"What" you are versus "who" you are.

One of my most memorable characters was the result of starting at 'what' instead of 'who'. I started DMing in the campaign and then someone wanted to replace me, so i had to fill that persons role (a wizard), eventually someone else wanted to DM and i multiclassed into a rogue because we were missing that (eventually going into the wizard/rogue prestige class). I started with a very shallow character (personality) end ended up with something very unique...

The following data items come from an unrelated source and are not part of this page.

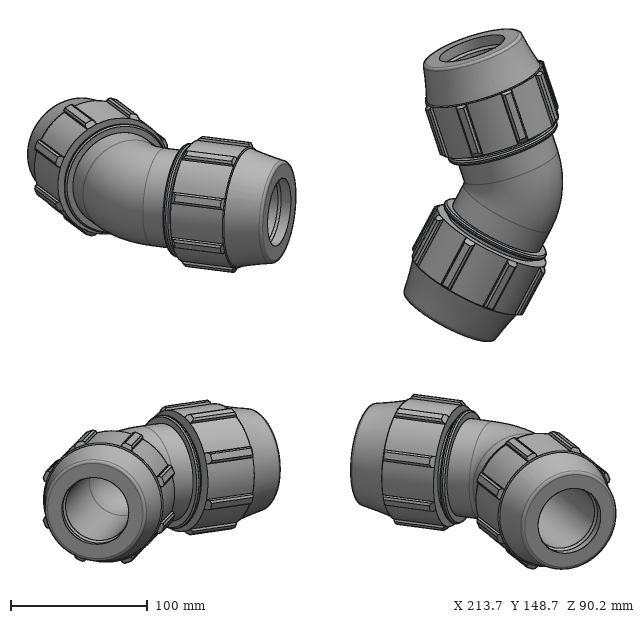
import cadquery as cq

bend_angle = 45
bend_radius = 41.2
pipe_radius = 72.0 / 2
arm_length = 93.0

ring_radius = 83.5 / 2
ring_start = 17.3
ring_width = 3.8
ring_bevel_length = ring_width / 3
ring_bevel_depth = 1.0

nut_start = 24.5
body_end = 65.0
body_radius = 44.6
shoulder_length = 0.6
taper_start = body_end + shoulder_length
taper_start_radius = 43.5
taper_end_radius = 37.5
taper_sag = 0.5
end_fillet = 2.3

rib_count = 8
rib_tip_radius = 47.8
rib_shoulder_radius = 46.3
rib_root_radius = 42.7
rib_tip_half_width = 2.5
rib_half_width = 4.0
rib_tip_start = nut_start + 3.2
rib_tip_end = body_end - 1.5

entry_radius = 50.0 / 2
entry_inner_radius = 25.8
entry_depth = 8.0
bore_radius = 24.3
bore_depth = 9.8


def spin(profile):
    """Revolve a closed profile, drawn as (axial, radial), about the X axis."""
    return profile.close().revolve(360, (0, 0, 0), (1, 0, 0))


def make_pipe():
    return cq.Workplane("YZ").circle(pipe_radius).extrude(nut_start)


def make_ring():
    ring_end = ring_start + ring_width
    bevel_radius = ring_radius - ring_bevel_depth
    return spin(
        cq.Workplane("XY")
        .moveTo(ring_start, 0)
        .lineTo(ring_start, bevel_radius)
        .lineTo(ring_start + ring_bevel_length, ring_radius)
        .lineTo(ring_end - ring_bevel_length, ring_radius)
        .lineTo(ring_end, bevel_radius)
        .lineTo(ring_end, 0)
    )


def make_nut():
    taper_middle = (taper_start + arm_length) / 2
    taper_middle_radius = (taper_start_radius + taper_end_radius) / 2 - taper_sag
    nut = spin(
        cq.Workplane("XY")
        .moveTo(nut_start, 0)
        .lineTo(nut_start, body_radius)
        .lineTo(body_end, body_radius)
        .lineTo(taper_start, taper_start_radius)
        .threePointArc((taper_middle, taper_middle_radius), (arm_length, taper_end_radius))
        .lineTo(arm_length, 0)
    )
    return nut.faces(">X").edges().fillet(end_fillet)


def make_rib():
    """One rib pointing along +Z: its cross-section cut to its slanted side outline."""
    right_side = [
        (rib_half_width, rib_root_radius),
        (rib_half_width, rib_shoulder_radius),
        (rib_tip_half_width, rib_tip_radius),
    ]
    left_side = [(-y, z) for y, z in reversed(right_side)]
    section = cq.Workplane("YZ").polyline(right_side + left_side).close().extrude(arm_length)
    outline = (
        cq.Workplane("XZ")
        .moveTo(nut_start, rib_root_radius)
        .lineTo(nut_start, body_radius)
        .lineTo(rib_tip_start, rib_tip_radius)
        .lineTo(rib_tip_end, rib_tip_radius)
        .lineTo(body_end, body_radius)
        .lineTo(body_end, rib_root_radius)
        .close()
        .extrude(rib_half_width, both=True)
    )
    return section.intersect(outline)


def make_arm():
    arm = make_pipe().union(make_ring()).union(make_nut())
    rib = make_rib()
    rib_pitch = 360 / rib_count
    for i in range(rib_count):
        arm = arm.union(rib.rotate((0, 0, 0), (1, 0, 0), (i + 0.5) * rib_pitch))
    bore = spin(
        cq.Workplane("XY")
        .moveTo(0, 0)
        .lineTo(0, bore_radius)
        .lineTo(arm_length - bore_depth, bore_radius)
        .lineTo(arm_length - entry_depth, entry_inner_radius)
        .lineTo(arm_length, entry_radius)
        .lineTo(arm_length, 0)
    )
    return arm.cut(bore).translate((0, -bend_radius, 0))


def make_bend():
    """Hollow elbow turning clockwise from the first arm to the second."""
    return (
        cq.Workplane("YZ", origin=(0, -bend_radius, 0))
        .circle(pipe_radius)
        .circle(bore_radius)
        .revolve(bend_angle, (bend_radius, 0, 0), (bend_radius, -1, 0))
    )


first_arm = make_arm()
second_arm = first_arm.mirror("YZ").rotate((0, 0, 0), (0, 0, 1), -bend_angle)
result = first_arm.union(make_bend()).union(second_arm)

To be honest, i think D&D is less about the initial background a character has and more about how it develops during play...
 

log in or register to remove this ad

der_kluge said:
"Wait a minute", I'd say, "you're going about this all wrong. Think about *who* you want to make first, and then figure out which class best represents that. Not the other way around."

Am I just a grognard, or have others encountered this phenomenon?

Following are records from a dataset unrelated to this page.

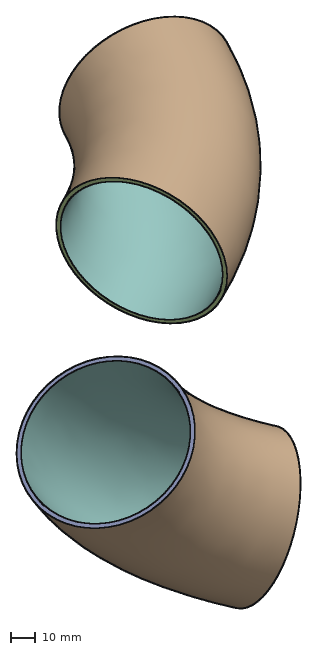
import cadquery as cq
import math

overall_length = 116.8
outer_diameter = 76.3
inner_diameter = 72.3
bend_angle = 45.0

outer_radius = outer_diameter / 2
bend_radius = overall_length / math.sin(math.radians(bend_angle)) - outer_radius

result = (
    cq.Workplane("XZ")
    .circle(outer_radius)
    .circle(inner_diameter / 2)
    .revolve(bend_angle, (-bend_radius, 0), (-bend_radius, 1))
)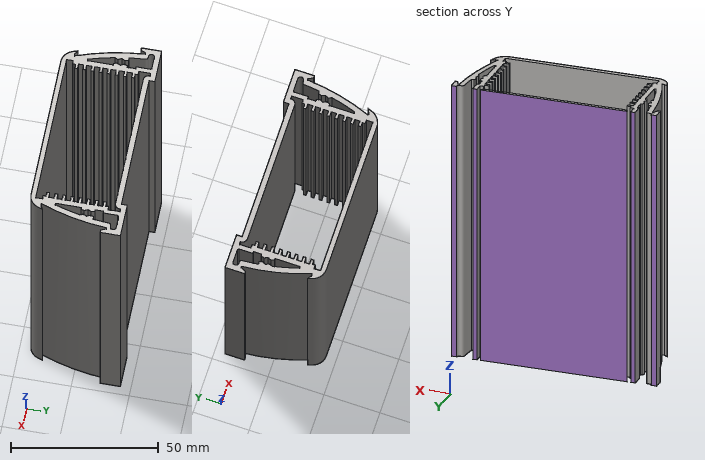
import cadquery as cq
import math


length = 100.0
width = 74.0
depth = 32.8
half_width = width / 2

wall = 1.8
back_panel_thickness = 2.0
rail_inner_x = 24.8
rail_height = 2.0
back_panel_y = depth - rail_height
back_panel_inner_y = back_panel_y - back_panel_thickness
panel_end_radius = 1.8
panel_end_x = 26.7

side_radius = 79.0
side_apex_x = 35.0
side_thickness = 2.0
side_center_x = side_apex_x - side_radius

hook_end_y = depth - 7.0
hook_root_y = depth - 5.2
hook_end_width = 0.9
hook_root_x = 35.3

lip_radius = 4.9
lip_angle = math.radians(20)
lip_tip_length = 1.9
lip_center_x = 26.6
lip_root_y = 4.1
lip_root_x = 30.4

cavity_half_width = 27.7
fin_wall_x = 26.7
fin_tip_x = 24.9
step_x = 26.4
step_height = 1.0

fin_count = 8
fin_pitch = 2.8
fin_thickness = 1.0
first_fin_y = 5.1
last_fin_top_y = first_fin_y + (fin_count - 1) * fin_pitch + fin_thickness

pocket_bottom_y = 8.8
pocket_inner_x = 28.6
pocket_neck_x = 29.3
pocket_neck_y = 25.4
pocket_corner = 0.4
slot_radius = 1.0
slot_end_x = 35.1
slot_corner_radius = 0.9

channel_bottom_y = 17.7
channel_top_y = 22.5
channel_center_x = 30.3
channel_half_width = 1.1
tooth_half_gap = 0.7
notch_half_gap = 1.3
tooth_ys = (18.9, 21.3)
notch_y = sum(tooth_ys) / 2


def side_x(y, inset=0.0):
    """X of the curved side wall at height y, moved inwards by inset."""
    radius = side_radius - inset
    return side_center_x + math.sqrt(radius**2 - (depth - y) ** 2)


def side_point(y, inset=0.0):
    return (side_x(y, inset), y)


def extrude(outline):
    return outline.close().extrude(length)


def box(x0, x1, y0, y1):
    return cq.Workplane("XY").box(x1 - x0, y1 - y0, length, centered=False).translate((x0, y0, 0))


def outer_half():
    """Solid half body: lip, curved side, hook, back rail and sunken panel."""
    lip_end = (
        lip_center_x + lip_radius * math.cos(lip_angle),
        lip_radius - lip_radius * math.sin(lip_angle),
    )
    lip_mid_angle = (lip_angle + math.pi / 2) / 2
    lip_mid = (
        lip_center_x + lip_radius * math.cos(lip_mid_angle),
        lip_radius - lip_radius * math.sin(lip_mid_angle),
    )
    lip_tip = (
        lip_end[0] + lip_tip_length * math.sin(lip_angle),
        lip_end[1] + lip_tip_length * math.cos(lip_angle),
    )
    side_mid_y = (lip_root_y + hook_root_y) / 2
    return extrude(
        cq.Workplane("XY")
        .moveTo(0, 0)
        .lineTo(lip_center_x, 0)
        .threePointArc(lip_mid, lip_end)
        .lineTo(*lip_tip)
        .lineTo(lip_root_x, lip_root_y)
        .lineTo(*side_point(lip_root_y))
        .threePointArc(side_point(side_mid_y), side_point(hook_root_y))
        .lineTo(hook_root_x, hook_root_y)
        .lineTo(half_width - hook_end_width, hook_end_y)
        .lineTo(half_width, hook_end_y)
        .lineTo(half_width, depth)
        .lineTo(rail_inner_x, depth)
        .lineTo(rail_inner_x, back_panel_y)
        .lineTo(0, back_panel_y)
    )


def cavity_half():
    """Main cavity, with its stepped inner wall and the rounded end of the back panel."""
    round_inset = panel_end_radius * (1 - math.sqrt(0.5))
    return extrude(
        cq.Workplane("XY")
        .moveTo(0, wall)
        .lineTo(cavity_half_width, wall)
        .lineTo(cavity_half_width, first_fin_y - step_height)
        .lineTo(step_x, first_fin_y - step_height)
        .lineTo(step_x, first_fin_y)
        .lineTo(fin_wall_x, first_fin_y)
        .lineTo(fin_wall_x, last_fin_top_y)
        .lineTo(step_x, last_fin_top_y)
        .lineTo(step_x, last_fin_top_y + step_height)
        .lineTo(cavity_half_width, last_fin_top_y + step_height)
        .lineTo(cavity_half_width, back_panel_y)
        .lineTo(panel_end_x, back_panel_y)
        .lineTo(panel_end_x, back_panel_inner_y + panel_end_radius)
        .threePointArc(
            (panel_end_x - round_inset, back_panel_inner_y + round_inset),
            (panel_end_x - panel_end_radius, back_panel_inner_y),
        )
        .lineTo(0, back_panel_inner_y)
    )


def fins():
    """Row of card guide fins on the inner wall."""
    row = cq.Workplane("XY")
    for i in range(fin_count):
        y = first_fin_y + i * fin_pitch
        row = row.union(box(fin_tip_x, cavity_half_width, y, y + fin_thickness))
    return row


def teeth(side):
    """Tooth and notch points from front to back; side is -1 for the inner row, 1 for the outer."""
    tooth_x = channel_center_x + side * tooth_half_gap
    notch_x = channel_center_x + side * notch_half_gap
    return [(tooth_x, tooth_ys[0]), (notch_x, notch_y), (tooth_x, tooth_ys[1])]


def pocket():
    """Side pocket: slot behind the hook, screw channel and tapered front end."""
    slot_center_x = slot_end_x - slot_radius
    slot_center_y = back_panel_y - slot_radius
    slot_bottom_y = slot_center_y - slot_radius
    corner_y = slot_bottom_y - slot_corner_radius
    corner_x = side_x(corner_y, side_thickness)
    corner_center_x = corner_x + slot_corner_radius
    corner_offset = slot_corner_radius * math.sqrt(0.5)
    channel_inner_x = channel_center_x - channel_half_width
    channel_outer_x = channel_center_x + channel_half_width

    outline = (
        cq.Workplane("XY")
        .moveTo(pocket_neck_x + pocket_corner, back_panel_y)
        .lineTo(slot_center_x, back_panel_y)
        .threePointArc((slot_end_x, slot_center_y), (slot_center_x, slot_bottom_y))
        .lineTo(corner_center_x, slot_bottom_y)
        .threePointArc(
            (corner_center_x - corner_offset, corner_y + corner_offset),
            (corner_x, corner_y),
        )
        .threePointArc(
            side_point((corner_y + channel_top_y) / 2, side_thickness),
            side_point(channel_top_y, side_thickness),
        )
        .lineTo(channel_outer_x, channel_top_y)
    )
    for point in reversed(teeth(1)):
        outline = outline.lineTo(*point)
    outline = (
        outline.lineTo(*side_point(channel_bottom_y, side_thickness))
        .threePointArc(
            side_point((channel_bottom_y + pocket_bottom_y) / 2, side_thickness),
            side_point(pocket_bottom_y, side_thickness),
        )
        .lineTo(pocket_inner_x, pocket_bottom_y)
        .lineTo(pocket_inner_x, channel_bottom_y)
        .lineTo(channel_inner_x, channel_bottom_y)
    )
    for point in teeth(-1):
        outline = outline.lineTo(*point)
    return extrude(
        outline.lineTo(channel_inner_x, channel_top_y)
        .lineTo(pocket_inner_x, channel_top_y)
        .lineTo(pocket_inner_x, pocket_neck_y)
        .lineTo(pocket_neck_x, pocket_neck_y)
        .lineTo(pocket_neck_x, back_panel_y - pocket_corner)
    )


half_body = outer_half().cut(cavity_half()).union(fins()).cut(pocket())
result = half_body.union(half_body.mirror("YZ")).clean()

You're going about it all wrong. You shouldn't consider yourself a grognard. First consider what kind of person you are and then figure out whether the grognard class best represents that.

Or just let players make characters how they prefer and don't tell them that their method is all wrong and yours is right.
 

der_kluge said:
I was flipping through some WoTC books today, filled with the requisite prestige classes, feats, and all the other crunchy bits we've come to expect from those books.

And it struck me - the game has become more about "What" the PC is, versus "Who" the PC is. I had to beat this into the head of a former player of mine. When it came time to make a character, he'd instantly blurt out things like "ooh, I want to make a Warlock", or "I've got it! A whispergnome scout!" or "Can I play a stone child?"

"Wait a minute", I'd say, "you're going about this all wrong. Think about *who* you want to make first, and then figure out which class best represents that. Not the other way around."

Am I just a grognard, or have others encountered this phenomenon?

Umm, dude, back in the day, my characters were George, George the Second, George the Third etc. Role play? What was that? Role Play was what I learned to do after about ten or fifteen years of killing stuff and taking their treasure. Then, after getting rather tired of amateur thespianism, I went back to killing stuff and taking their treasure.

It's a heck of a lot more fun. :)
 

Id on't even like knowing all of my character's personality before the first session. I have a general idea, sure. But I don't like it being overly detailed. Then during the first 3-4 sessions, it develops naturally, and voila.

That way avoids a lot of inter-PC conflicts, too. Not all of them, and some is fun, but too much is no good.
 

I've had great characters come from brainstorming a strange concept (hmmm-I think I'll play an insane psionicist who believes his powers are the result of him being the last member of an ancient race of powerful beings) and I've also been inspired by entertaining rulesets (hmmm-I think I'll play an Al-Qadim merchant-thief and make him a fat, greedy, manipulative, yet still loveable and charismatic guy). Either way works.
 

In my opinion, the interesting things are what happen after you start play. I could give a rat's ass about your PC's richly detailed family history and life story, because most of it is not going to come up. And in games like Vampires? Make that double. It's incredibly frustrating as a GM or a player to deal with players whose best stories are all behind them and whose dangling threads dominate the story, to the extent there is hardly any dynamism in the game.
 

pawsplay said:
In my opinion, the interesting things are what happen after you start play. I could give a rat's ass about your PC's richly detailed family history and life story, because most of it is not going to come up.

What though for DMs who do have the stuff come up? It doesn't have to be ignored.
 

Just because a character's family history comes up doesn't mean five pages of backstory are justified. If you involve a character's sister, what happens during the game with her is much more important than whether she once urged the PC not to marry someone who ended up becoming an evil warlord and was then killed by the PC.

Sure, the evil warlord ex-girlfriend could come back as a death knight or something, but you're not going to do this for each and every background detail included.

There is a line between hooks and trivia. While you can elaborate as much as possible, if the charater's life so far, in summary, can't be comfortably encapsulated in a paragraph, then something has gone wrong.
 

pawsplay said:
Sure, the evil warlord ex-girlfriend could come back as a death knight or something, but you're not going to do this for each and every background detail included.

As long as there are only a few background hooks for each PC and the campaign lasts long enough to use them, I will. Plkayers can go overboard with backgrounds but I never found a reason to tell a player he can't have 5 pages of background if he wants to.
 

I have. The more there is, the more I have to look it over and ensure it's acceptable. The more detail there is, the higher the likilhood I have to say, "Wait a minute, this is not really going to work."

Just as an example, years ago I went round and round with a player about his "ninja killer" from Tibet in a Torg game. I just couldn't see killing ninjas in Tibet as a full time occupation. I didn't have any basic problem, however, with his "badass martial artist" character class. It was the "who" that was problematic.